I ran smack into a giant wall of patents from Digicash and others. I remember
saying "Wow, 20 years from now this is going to be something cool."

And here we are. In 2011 a number of David Chaum's patents expired. Of course
there are interesting new patents that Amazon just got like this one:
[http://patft.uspto.gov/netacgi/nph-
Parser?Sect1=PTO2&Sec...](http://patft.uspto.gov/netacgi/nph-
Parser?Sect1=PTO2&Sect2=HITOFF&p=1&u=%2Fnetahtml%2FPTO%2Fsearch-
bool.html&r=2&f=G&l=50&co1=AND&d=PTXT&s1=digicash&OS=digicash&RS=digicash)

But Amazon has been aggressive in their patent defense for years.

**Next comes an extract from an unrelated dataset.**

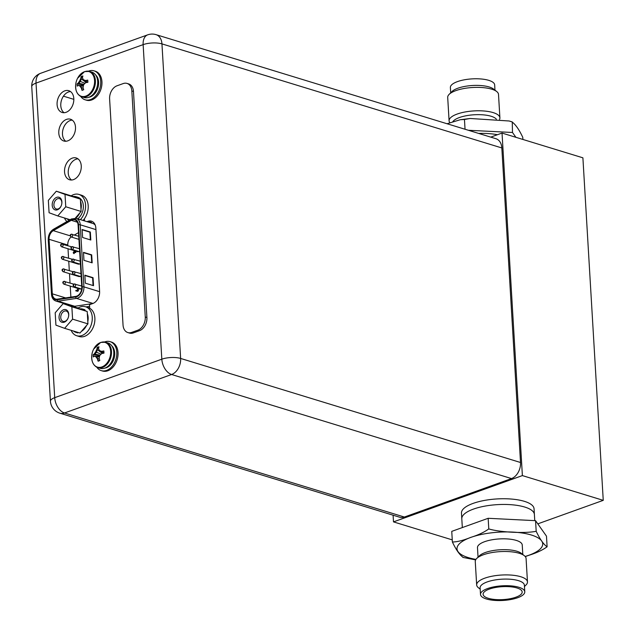 <?xml version="1.0" encoding="UTF-8"?>
<svg xmlns="http://www.w3.org/2000/svg" width="635" height="635" viewBox="0 0 635 635"><rect width="100%" height="100%" fill="white"/><g stroke="black" fill="none" stroke-linecap="round" stroke-linejoin="round"><path stroke-width="0.95" d="M537.805 523.851L603.25 500.348L582.898 157.821L502.031 133.064L490.744 137.12M452.255 539.877L393.494 521.883L522.383 475.591L502.031 133.064M603.25 500.348L522.383 475.591M473.131 503.388A36.354 12.017 -3.4 0 1 511.985 499.102A36.354 12.017 -3.4 0 1 534.051 508.77L534.392 514.477A36.354 12.017 -3.4 0 0 512.326 504.809A36.354 12.017 -3.4 0 0 473.464 509.095A36.354 12.017 176.6 0 0 461.804 518.795L461.462 513.08A36.354 12.017 -3.4 0 1 473.131 503.388M393.097 515.199L393.494 521.883M480.505 594.447A22.177 7.334 176.6 0 1 487.617 588.534A22.177 7.334 -3.4 0 1 511.318 585.914A22.177 7.334 -3.4 0 1 524.78 591.82A22.177 7.334 -3.4 0 1 517.668 597.733A22.177 7.334 176.6 0 1 493.966 600.345A22.177 7.334 176.6 0 1 480.505 594.447L480.108 587.827A22.177 7.334 -3.4 0 1 487.228 581.914A22.177 7.334 -3.4 0 1 510.929 579.295A22.177 7.334 -3.4 0 1 524.383 585.192L524.78 591.82M480.187 589.153L478.441 587.78A25.448 8.414 -3.4 0 1 476.663 584.938A25.448 8.414 -3.4 0 1 484.822 578.152A25.448 8.414 -3.4 0 1 512.024 575.151A25.448 8.414 -3.4 0 1 527.471 581.922A25.448 8.414 -3.4 0 1 526.034 584.954L524.462 586.518M489.387 589.074A19.574 6.469 -3.4 0 1 509.135 586.676A19.574 6.469 -3.4 0 1 521.97 591.161A19.574 6.469 -3.4 0 1 515.898 597.194A19.574 6.469 176.6 0 1 493.847 599.384A19.574 6.469 176.6 0 1 483.211 593.463A19.574 6.469 176.6 0 1 489.387 589.074M462.328 527.574L461.804 518.795A36.354 12.017 176.6 0 1 473.464 509.095A36.354 12.017 -3.4 0 1 512.326 504.809A36.354 12.017 -3.4 0 1 534.392 514.477L534.757 520.629M525.264 556.593L529.019 555.252C536.511 552.934 542.536 550.108 547.108 546.775L546.473 536.154L535.559 520.668L488.156 518.295L451.755 531.368L452.382 541.988C456.184 549.997 459.819 555.157 463.304 557.474M535.559 520.668L536.186 531.289C525.264 533.598 499.753 532.313 488.783 528.915C484.195 532.257 478.171 535.083 470.702 537.393C463.256 540.441 457.152 541.972 452.382 541.988M488.156 518.295L488.783 528.915M547.108 546.775C543.647 544.489 540.012 539.329 536.186 531.289M462.915 557.411L475.639 559.903M478.044 557.157L477.48 547.648A22.423 7.414 176.6 0 1 484.672 541.671A22.423 7.414 -3.4 0 1 508.635 539.028A22.423 7.414 -3.4 0 1 522.24 544.989L522.803 554.498M476.663 584.938L475.266 561.53A25.448 8.414 -3.4 0 1 476.702 558.49L479.385 555.823A22.423 7.414 -3.4 0 1 485.315 552.521A22.423 7.414 -3.4 0 1 521.311 553.331L524.296 555.665A25.448 8.414 -3.4 0 1 526.082 558.514L527.471 581.922M476.702 558.49A25.448 8.414 -3.4 0 1 483.433 554.744A25.448 8.414 -3.4 0 1 524.296 555.665M494.975 90.178L494.665 84.884A22.177 7.334 176.6 0 0 481.203 78.986A22.177 7.334 176.6 0 0 457.502 81.597A22.177 7.334 -3.4 0 0 450.382 87.511L450.699 92.813M499.531 119.428A25.448 8.414 176.6 0 0 499.896 117.8L498.507 94.393A25.448 8.414 176.6 0 0 496.721 91.543L493.498 89.027A22.177 7.334 176.6 0 0 457.891 88.217A22.177 7.334 176.6 0 0 452.033 91.488L449.128 94.377A25.448 8.414 176.6 0 0 447.699 97.409L449.088 120.817A25.448 8.414 176.6 0 0 449.905 122.738M496.721 91.543A25.448 8.414 176.6 0 0 455.859 90.622A25.448 8.414 176.6 0 0 449.128 94.377M497.451 134.715A36.354 12.017 176.6 0 0 478.671 133.421M468.368 130.27L512.493 132.477L515.906 137.311M512.493 132.477L512.255 121.92L509.151 120.991L511.866 121.856C515.366 124.206 519.009 129.365 522.78 137.343L522.907 139.454M465.042 129.246L464.455 119.483L470.162 118.483L509.151 120.991M447.072 123.746L460.216 119.737L464.455 119.483M496.356 119.182A22.423 7.414 176.6 0 0 459.47 117.515A22.423 7.414 176.6 0 0 452.787 121.737M499.896 117.8A25.448 8.414 176.6 0 0 484.449 111.03A25.448 8.414 176.6 0 0 457.248 114.03A25.448 8.414 176.6 0 0 449.088 120.817M404.376 517.041L511.485 478.568L171.601 374.507A13.327 9.406 -73 0 0 180.634 358.442A13.327 4.405 176.6 0 0 161.822 359.188L143.137 44.633A13.327 4.405 -3.4 0 1 161.949 43.886A13.327 9.406 -73 0 0 156.067 34.655A13.327 13.327 0 0 0 147.661 34.854A13.327 8.35 70.2 0 0 143.137 44.633L36.028 83.106A13.327 8.35 -109.8 0 1 40.553 73.327A13.327 13.327 0 0 0 31.75 86.662A13.327 4.405 -3.4 0 1 36.028 83.106L54.713 397.661L161.822 359.188A13.327 8.35 70.2 0 0 171.601 374.507L64.492 412.98L404.376 517.041A13.327 9.406 107 0 1 399.725 517.231L59.841 413.171A13.327 9.406 -73 0 0 64.492 412.98A13.327 8.35 -109.8 0 1 54.713 397.661A13.327 4.405 176.6 0 0 50.435 401.217A13.327 13.327 0 0 0 59.841 413.171M520.517 462.502L501.833 147.947L161.949 43.886L180.634 358.442L520.517 462.502A13.327 9.406 107 0 1 511.485 478.568M156.067 34.655L495.951 138.716A13.327 9.406 107 0 1 501.833 147.947M69.358 305.141A10.057 7.096 -73 0 0 69.556 305.57M65.754 141.256A11.39 8.041 107 0 1 62.801 130.231A11.39 8.041 107 0 1 70.199 120.515A11.39 8.041 107 0 1 72.231 120.11M64.056 112.712A11.39 8.041 107 0 1 61.111 101.687A11.39 8.041 107 0 1 68.509 91.972A11.39 8.041 107 0 1 70.533 91.567M77.978 158.861A11.39 8.041 -73 0 0 75.954 159.266A11.39 8.041 -73 0 0 68.556 168.981A11.39 8.041 -73 0 0 71.509 180.007M65.857 304.443A10.057 7.096 107 0 1 65.667 304.014M75.319 307.34L78.288 307.935M66.508 119.388A11.39 8.041 107 0 1 70.477 119.229A11.39 8.041 107 0 1 75.406 129.786A11.39 8.041 107 0 1 67.778 140.851A11.39 8.041 107 0 1 63.81 141.01A11.39 8.041 107 0 1 58.88 130.453A11.39 8.041 107 0 1 66.508 119.388M64.81 90.845A11.39 8.041 107 0 1 68.786 90.686A11.39 8.041 107 0 1 73.716 101.243A11.39 8.041 107 0 1 66.088 112.308A11.39 8.041 107 0 1 62.111 112.466A11.39 8.041 107 0 1 57.182 101.91A11.39 8.041 107 0 1 64.81 90.845M89.71 308.221L89.503 304.705L92.789 303.522A10.057 7.096 107 0 0 99.608 291.394L95.845 228.14A10.057 7.096 107 0 0 91.416 221.17A10.057 7.096 107 0 0 87.908 221.313L86.963 221.655M84.519 220.909L84.391 218.773M72.255 158.131A11.39 8.041 -73 0 0 64.635 169.204A11.39 8.041 -73 0 0 69.564 179.761A11.39 8.041 -73 0 0 73.533 179.602A11.39 8.041 -73 0 0 81.161 168.537A11.39 8.041 -73 0 0 76.232 157.972A11.39 8.041 -73 0 0 72.255 158.131M127.849 332.573L129.492 333.073A10.906 7.699 107 0 0 133.294 332.923L139.517 330.684L137.874 330.184L131.651 332.415A10.906 7.699 107 0 1 127.849 332.573A10.906 7.699 107 0 1 123.039 325.017L109.609 98.949A10.906 7.699 107 0 1 116.999 85.796L123.222 83.566A10.906 7.699 107 0 1 127.024 83.415A10.906 7.699 107 0 1 131.834 90.964L145.264 317.032A10.906 7.699 107 0 1 137.874 330.184M127.024 83.415L128.667 83.915A10.906 7.699 107 0 1 133.477 91.472L146.907 317.532A10.906 7.699 107 0 1 139.517 330.684M81.772 287.091A7.517 5.302 107 0 1 76.684 296.148A7.517 5.302 107 0 1 75.803 296.378L57.356 299.148A7.517 5.302 107 0 1 55.618 299.029A7.517 5.302 107 0 1 52.308 293.83L49.062 239.3A7.517 5.302 107 0 1 53.284 230.648L71.287 220.337A7.517 5.302 107 0 1 72.152 219.932A7.517 5.302 107 0 1 74.771 219.821A7.517 5.302 107 0 1 78.089 225.028L81.772 287.091M82.606 237.498L82.129 229.505L90.345 232.021L90.813 240.014L82.606 237.498M85.32 283.17L84.844 275.177L93.051 277.685L93.528 285.679L85.32 283.17M83.963 260.334L83.487 252.341L91.694 254.849L92.17 262.842L83.963 260.334M90.345 232.021L89.9 232.18L90.353 239.871M82.153 229.806L89.9 232.18M93.051 277.685L92.607 277.844L93.067 285.536M84.86 275.479L92.607 277.844M91.694 254.849L91.249 255.016L91.71 262.707M83.502 252.643L91.249 255.016M70.882 297.116L70.223 286.091M70.04 282.988L69.485 273.645M69.302 270.542L68.747 261.199M68.556 258.096L68.008 248.753M67.818 245.658L67.786 245.031A7.517 5.302 -73 0 1 71.136 236.974M78.534 232.632L74.478 234.958M77.756 289.338L78.589 290.044L77.867 291.314L75.803 290.87L77.708 291.259L78.43 289.989L77.589 289.29L76.859 290.536L75.97 290.29L75.803 290.87M78.049 289.298L77.589 289.29M79.97 276.336A1.453 1.024 107 0 1 79.597 276.566A1.453 1.024 107 0 1 79.089 276.582L63.079 271.685A1.453 1.024 -73 0 0 63.587 271.661A1.453 1.024 -73 0 0 64.564 270.248A1.453 1.024 -73 0 0 63.937 268.899A1.453 1.024 -73 0 0 63.429 268.923M78.494 251.452A1.453 1.024 107 0 1 78.121 251.674A1.453 1.024 107 0 1 77.613 251.69L61.603 246.793A1.453 1.024 -73 0 0 62.111 246.769A1.453 1.024 -73 0 0 63.087 245.356A1.453 1.024 -73 0 0 62.452 244.015A1.453 1.024 -73 0 0 61.944 244.03M79.232 263.89A1.453 1.024 107 0 1 78.859 264.12A1.453 1.024 107 0 1 78.351 264.136L62.341 259.239A1.453 1.024 -73 0 0 62.849 259.215A1.453 1.024 -73 0 0 63.825 257.802A1.453 1.024 -73 0 0 63.19 256.453A1.453 1.024 -73 0 0 62.69 256.476M80.709 288.782A1.453 1.024 107 0 1 80.335 289.012A1.453 1.024 107 0 1 79.827 289.028L63.818 284.131A1.453 1.024 -73 0 0 64.326 284.107A1.453 1.024 -73 0 0 65.302 282.694A1.453 1.024 -73 0 0 64.675 281.345A1.453 1.024 -73 0 0 64.167 281.368M75.811 251.952L75.803 252.587L74.914 252.333L73.811 253.603L74.747 252.285L75.636 252.532L75.811 251.952L73.906 251.563L73.184 252.833L74.184 253.579L73.35 252.881M77.653 290.695L77.605 289.87L77.978 290.163L77.279 290.417L77.811 290.743M77.764 289.925L77.438 290.465M74.501 252.452L73.962 252.127L74.009 252.944L73.628 252.659L74.335 252.405M74.128 252.174L73.795 252.706M72.588 319.159L64.627 328.335L55.92 325.144L55.189 312.785L63.159 303.609L71.858 306.8L72.588 319.159L87.94 323.858L79.978 333.034L64.627 328.335M64.262 322.191A6.604 4.659 107 0 1 59.047 317.714A6.604 4.659 107 0 1 63.524 309.753A6.604 4.659 107 0 1 68.501 316.778A6.604 4.659 107 0 1 68.159 317.881A6.604 4.659 107 0 1 64.262 322.191M86.519 325.493A12.121 8.557 107 0 1 81.399 331.391M78.208 332.486A12.121 8.557 107 0 1 75.692 332.264A12.121 8.557 107 0 1 73.485 331.041M85.654 310.928L80.058 308.88A12.121 8.557 107 0 1 82.788 309.086A12.121 8.557 107 0 1 85.654 310.928L87.209 311.499L87.94 323.858M87.336 313.706A12.121 8.557 107 0 1 88.13 317.476A12.121 8.557 107 0 1 87.813 321.651M63.159 303.609L80.058 308.88M71.858 306.8L87.209 311.499M68.183 317.833A5.39 3.81 107 0 1 65.016 321.302A5.39 3.81 107 0 1 63.135 321.381A5.39 3.81 107 0 1 60.801 316.381A5.39 3.81 107 0 1 64.405 311.142A5.39 3.81 107 0 1 66.286 311.063A5.39 3.81 107 0 1 68.485 316.833M76.692 335.732A15.153 10.692 107 0 0 81.978 335.518A15.153 10.692 -73 0 0 92.123 320.81A15.153 10.692 -73 0 0 85.566 306.769L88.194 307.57A15.153 10.692 -73 0 1 94.75 321.612A15.153 10.692 -73 0 1 84.606 336.328A15.153 10.692 107 0 1 79.319 336.542L76.692 335.732A15.153 10.692 107 0 1 71.16 330.335M77.954 308.142A15.153 10.692 107 0 1 80.28 306.975A15.153 10.692 -73 0 1 85.566 306.769M83.034 220.448A15.153 10.692 -73 0 0 88.194 205.708A15.153 10.692 -73 0 0 81.518 195.223L78.891 194.413A15.153 10.692 -73 0 0 73.604 194.627A15.153 10.692 107 0 0 71.279 195.794M66.921 221.559A15.153 10.692 107 0 1 64.484 217.988M80.407 219.647A15.153 10.692 -73 0 0 85.566 204.899A15.153 10.692 -73 0 0 78.891 194.413M65.754 206.756L57.785 215.932L49.086 212.749L48.347 200.39L56.317 191.214L65.016 194.397L65.754 206.756L81.105 211.463L75.287 218.154M57.42 209.796A6.604 4.659 107 0 1 52.205 205.311A6.604 4.659 107 0 1 56.682 197.35A6.604 4.659 107 0 1 61.659 204.383A6.604 4.659 107 0 1 61.325 205.486A6.604 4.659 107 0 1 57.42 209.796M57.785 215.932L70.144 219.718M79.685 213.098A12.121 8.557 107 0 1 75.692 218.226M69.58 220.035A12.121 8.557 107 0 1 68.858 219.861A12.121 8.557 107 0 1 66.643 218.646M78.819 198.533L73.223 196.485A12.121 8.557 107 0 1 75.954 196.683A12.121 8.557 107 0 1 78.819 198.533L80.367 199.104L81.105 211.463M80.502 201.311A12.121 8.557 107 0 1 81.288 205.081A12.121 8.557 107 0 1 80.97 209.256M75.954 196.683L78.002 197.31A12.121 8.557 107 0 1 83.344 205.708A12.121 8.557 107 0 1 77.764 218.837M56.317 191.214L73.223 196.485M65.016 194.397L80.367 199.104M61.341 205.43A5.39 3.81 107 0 1 58.174 208.907A5.39 3.81 107 0 1 56.293 208.978A5.39 3.81 107 0 1 53.959 203.986A5.39 3.81 107 0 1 57.571 198.747A5.39 3.81 107 0 1 59.452 198.668A5.39 3.81 107 0 1 61.651 204.43M101.394 342.305A13.271 9.366 107 0 1 105.632 342.241L107.934 342.948A13.271 9.366 107 0 1 113.673 355.251A13.271 9.366 107 0 1 104.791 368.141A13.271 9.366 -73 0 1 100.163 368.324L97.869 367.625A13.271 9.366 -73 0 0 102.497 367.435A13.271 9.366 107 0 0 111.379 354.544A13.271 9.366 107 0 0 105.632 342.241L100.663 342.432L93.639 349.147A12.93 9.12 -73 0 0 91.797 355.187A12.93 9.12 -73 0 0 101.902 366.935A12.93 9.12 107 0 0 110.657 351.353A12.93 9.12 107 0 0 100.457 342.582A12.93 9.12 -73 0 0 93.639 349.147A18.042 18.042 0 0 0 91.797 355.187C91.321 361.672 93.345 365.823 97.869 367.625A13.271 9.366 -73 0 1 94.385 365.196M98.115 361.14A18.002 11.279 -109.8 0 1 97.441 358.886A17.693 6.675 -139 0 1 95.98 356.83A17.693 0.476 -161.4 0 1 94.337 356.211A18.002 5.953 176.6 0 0 93.266 356.965L93.107 354.822L94.758 354.211L96.504 352.195L97.425 349.464L97.322 347.313L98.989 346.773A18.002 11.279 70.2 0 0 98.56 348.686A17.693 6.675 41 0 0 99.497 350.576A17.693 0.476 18.6 0 0 101.671 351.361A18.002 5.953 -3.4 0 1 103.846 350.949L103.973 353.116A18.002 5.953 176.6 0 0 101.798 353.528A17.693 10.604 148.7 0 0 99.782 355.465A17.693 12.525 110.1 0 0 99.131 358.275A18.002 11.279 70.2 0 0 99.806 360.529L98.147 361.212L97.996 359.053L96.798 357.084L94.885 356.378L99.544 356.338M97.322 347.313L98.592 348.528M102.87 353.243L100.409 350.909M93.131 354.79A18.002 5.953 -3.4 0 1 94.202 354.044A17.693 10.604 -31.3 0 1 95.687 351.941A17.693 12.525 -69.9 0 1 96.877 349.298L102.338 353.417M95.687 351.941L101.108 354.155M94.202 354.044L100.068 355.163M93.107 354.822L99.758 355.536M95.98 356.83L99.409 356.902M97.441 358.886L99.243 358.704M98.147 361.212L99.743 360.339M96.877 349.298A18.002 11.279 -109.8 0 1 97.298 347.377M94.885 356.378L94.337 356.211M101.671 351.361L103.632 353.171M102.227 351.528L103.846 350.949M104.505 341.995A15.153 10.692 -73 0 1 104.846 341.868A15.153 10.692 107 0 1 110.125 341.654A15.153 10.692 107 0 1 116.681 355.695A15.153 10.692 107 0 1 106.537 370.411A15.153 10.692 -73 0 1 101.259 370.626L102.489 370.999A15.153 10.692 -73 0 0 107.767 370.792A15.153 10.692 107 0 0 117.912 356.076A15.153 10.692 107 0 0 111.355 342.035L110.125 341.654M96.79 367.197A15.153 10.692 -73 0 0 101.259 370.626M85.304 71.477A13.271 9.366 107 0 1 89.543 71.422L91.845 72.128A13.271 9.366 107 0 1 97.584 84.423A13.271 9.366 107 0 1 88.702 97.314A13.271 9.366 -73 0 1 84.074 97.504L81.772 96.798A13.271 9.366 -73 0 0 86.4 96.615A13.271 9.366 107 0 0 95.29 83.725A13.271 9.366 107 0 0 89.543 71.422L84.574 71.612L77.549 78.327A12.93 9.12 -73 0 0 75.708 84.368A12.93 9.12 -73 0 0 85.812 96.115A12.93 9.12 107 0 0 94.567 80.526A12.93 9.12 107 0 0 84.368 71.755A12.93 9.12 -73 0 0 77.549 78.327A18.042 18.042 0 0 0 75.708 84.368C75.232 90.853 77.256 94.996 81.772 96.798A13.271 9.366 -73 0 1 78.295 94.377M82.026 90.313A18.002 11.279 -109.8 0 1 81.351 88.059A17.693 6.675 -139 0 1 79.891 86.011A17.693 0.476 -161.4 0 1 78.248 85.392A18.002 5.953 176.6 0 0 77.176 86.138L77.01 84.003L78.669 83.391L80.415 81.375L81.336 78.637L81.232 76.494L82.899 75.946A18.002 11.279 70.2 0 0 82.471 77.867A17.693 6.675 41 0 0 83.407 79.756A17.693 0.476 18.6 0 0 85.582 80.542A18.002 5.953 -3.4 0 1 87.757 80.121L87.884 82.296A18.002 5.953 176.6 0 0 85.709 82.709A17.693 10.604 148.7 0 0 83.693 84.645A17.693 12.525 110.1 0 0 83.042 87.455A18.002 11.279 70.2 0 0 83.717 89.71L82.058 90.392L81.907 88.233L80.709 86.257L78.796 85.558L83.455 85.519M81.232 76.494L82.502 77.7M86.781 82.415L84.32 80.089M77.041 83.971A18.002 5.953 -3.4 0 1 78.113 83.217A17.693 10.604 -31.3 0 1 79.597 81.121A17.693 12.525 -69.9 0 1 80.788 78.47L86.249 82.598M79.597 81.121L85.011 83.328M78.113 83.217L83.979 84.344M77.01 84.003L83.669 84.717M79.891 86.011L83.32 86.082M81.351 88.059L83.153 87.884M82.058 90.392L83.653 89.519M80.788 78.47A18.002 11.279 -109.8 0 1 81.209 76.557M78.796 85.558L78.248 85.392M85.582 80.542L87.543 82.352M86.13 80.709L87.757 80.121M88.416 71.176A15.153 10.692 -73 0 1 88.757 71.049A15.153 10.692 107 0 1 94.036 70.834A15.153 10.692 107 0 1 100.592 84.876A15.153 10.692 107 0 1 90.448 99.592A15.153 10.692 -73 0 1 85.169 99.806L86.4 100.179A15.153 10.692 -73 0 0 91.678 99.965A15.153 10.692 107 0 0 101.822 85.249A15.153 10.692 107 0 0 95.266 71.207L94.036 70.834M80.701 96.377A15.153 10.692 -73 0 0 85.169 99.806M475.948 559.379A42.926 14.192 176.6 0 1 470.781 537.416A42.926 14.192 -3.4 0 1 531.344 535.011A42.926 14.192 -3.4 0 1 528.939 555.228A42.926 14.192 176.6 0 1 525.145 556.458M73.827 99.354L63.444 96.171M87.908 221.313L91.599 222.448M133.294 332.923L131.651 332.415M133.477 91.472L131.834 90.964M146.907 317.532L145.264 317.032M69.969 305.697A11.152 7.866 107 0 1 69.683 305.244M89.598 306.348L85.979 306.895M99.616 291.671L83.923 286.861A1.214 0.397 176.6 0 0 82.217 286.933L78.534 224.869A8.12 5.731 -73 0 0 72.12 219.361A8.12 5.731 -73 0 0 71.176 219.797L53.181 230.108A8.12 5.731 -73 0 0 48.617 239.458L51.864 293.989A8.12 5.731 -73 0 0 57.317 299.744L75.763 296.966A8.12 5.731 -73 0 0 76.716 296.72A8.12 5.731 -73 0 0 82.217 286.933M92.631 303.578L74.732 306.276L58.063 301.173L76.51 298.394A9.334 6.588 -73 0 0 77.605 298.117A9.334 6.588 -73 0 0 83.923 286.861L80.24 224.798A9.334 6.588 -73 0 0 76.129 218.337L71.398 218.996A1.214 0.683 60.2 0 0 71.176 219.797M75.763 296.966A1.214 0.81 81.4 0 0 76.51 298.394L92.996 303.443M75.676 307.292A1.818 1.222 81.4 0 0 74.732 306.276A9.334 6.588 107 0 1 72.573 306.126L55.904 301.022A9.334 6.588 -73 0 0 58.063 301.173A1.214 0.81 -98.6 0 1 57.317 299.744M71.795 218.972A1.214 0.683 60.2 0 0 71.398 218.996L53.404 229.306A1.214 0.683 -119.8 0 0 53.181 230.108M51.864 293.989A1.214 0.397 176.6 0 0 51.475 294.315C51.808 297.863 53.284 300.101 55.904 301.022M51.475 294.315L48.228 239.784A1.214 0.397 -3.4 0 1 48.617 239.458M78.534 224.869A1.214 0.397 -3.4 0 1 80.24 224.798L95.933 229.608M76.129 218.337L92.789 223.441A9.334 6.588 107 0 1 95.234 225.139M65.627 297.91L52.308 293.83M49.062 239.3L67.786 245.031M70.239 235.839L53.284 230.648M71.287 220.337L77.383 222.202M62.698 270.272L62.674 269.812L62.698 270.272M61.222 245.38L61.19 244.919L61.222 245.38M81.153 276.701L73.406 274.328A1.453 1.024 -73 0 0 73.914 274.312A1.453 1.024 -73 0 0 74.89 272.899A1.453 1.024 -73 0 0 74.255 271.55A1.453 1.024 -73 0 0 73.747 271.566M73.025 272.915L73.001 272.463L73.025 272.915M79.677 251.809L71.93 249.436A1.453 1.024 -73 0 0 72.438 249.42A1.453 1.024 -73 0 0 73.406 248.007A1.453 1.024 -73 0 0 72.779 246.658A1.453 1.024 -73 0 0 72.271 246.682M71.549 248.023L71.517 247.571L71.549 248.023M78.938 239.363L71.191 236.99A1.453 1.024 -73 0 0 71.699 236.974A1.453 1.024 -73 0 0 72.668 235.561A1.453 1.024 -73 0 0 72.041 234.212A1.453 1.024 -73 0 0 71.533 234.236M70.81 235.577L70.779 235.125L70.81 235.577M80.415 264.255L72.668 261.882A1.453 1.024 -73 0 0 73.176 261.866A1.453 1.024 -73 0 0 74.144 260.453A1.453 1.024 -73 0 0 73.517 259.104A1.453 1.024 -73 0 0 73.009 259.12M72.287 260.469L72.255 260.017L72.287 260.469M81.685 289.084L74.144 286.774A1.453 1.024 -73 0 0 74.652 286.75A1.453 1.024 -73 0 0 75.629 285.337A1.453 1.024 -73 0 0 75.001 283.996A1.453 1.024 -73 0 0 74.493 284.012M73.763 285.361L73.739 284.901L73.763 285.361M61.96 257.826L61.936 257.365L61.96 257.826M63.436 282.718L63.413 282.257L63.436 282.718M111.728 345.781A12.303 8.684 107 0 1 114.26 357.703A12.303 8.684 107 0 1 106.378 367.728A12.303 8.684 -73 0 1 104.894 368.102M95.639 74.954A12.303 8.684 107 0 1 98.171 86.884A12.303 8.684 107 0 1 90.289 96.909A12.303 8.684 -73 0 1 88.805 97.282M460.216 119.737L470.162 118.483M147.661 34.854L40.553 73.327M31.75 86.662L50.435 401.217M48.228 239.784C48.22 235.117 49.943 231.624 53.404 229.306M63.079 271.685C61.73 270.431 61.73 269.51 63.087 268.923L73.12 271.716M61.603 246.793C60.254 245.547 60.254 244.626 61.603 244.03L71.644 246.824M73.406 274.328C72.057 273.082 72.057 272.161 73.406 271.566L80.97 273.606M71.93 249.436C70.572 248.19 70.572 247.269 71.93 246.682L79.494 248.714M71.191 236.99C69.834 235.744 69.834 234.823 71.191 234.236L78.756 236.268M72.668 261.882C71.311 260.636 71.318 259.715 72.668 259.128L80.232 261.16M74.144 286.774C72.795 285.528 72.795 284.607 74.152 284.012L81.709 286.052M62.341 259.239C60.992 257.985 60.992 257.072 62.341 256.476L72.382 259.27M63.818 284.131C62.468 282.877 62.468 281.956 63.825 281.368L73.858 284.162M75.692 332.264L77.748 332.891M82.788 309.086L84.844 309.713M68.858 219.861L69.525 220.067"/></g></svg>

Creating their system to be one coin == one cent is also interesting as it
effectively kills off the remainder grab [1]. Especially true since the
balance apparently combines in your account. Basically you 'top up' with coins
when ever you want. So really it has utility of shifting the payment
processing charges around. It also touches a grey area of taxation, which is
when you buy something for "points" how much tax to do you pay and to whom?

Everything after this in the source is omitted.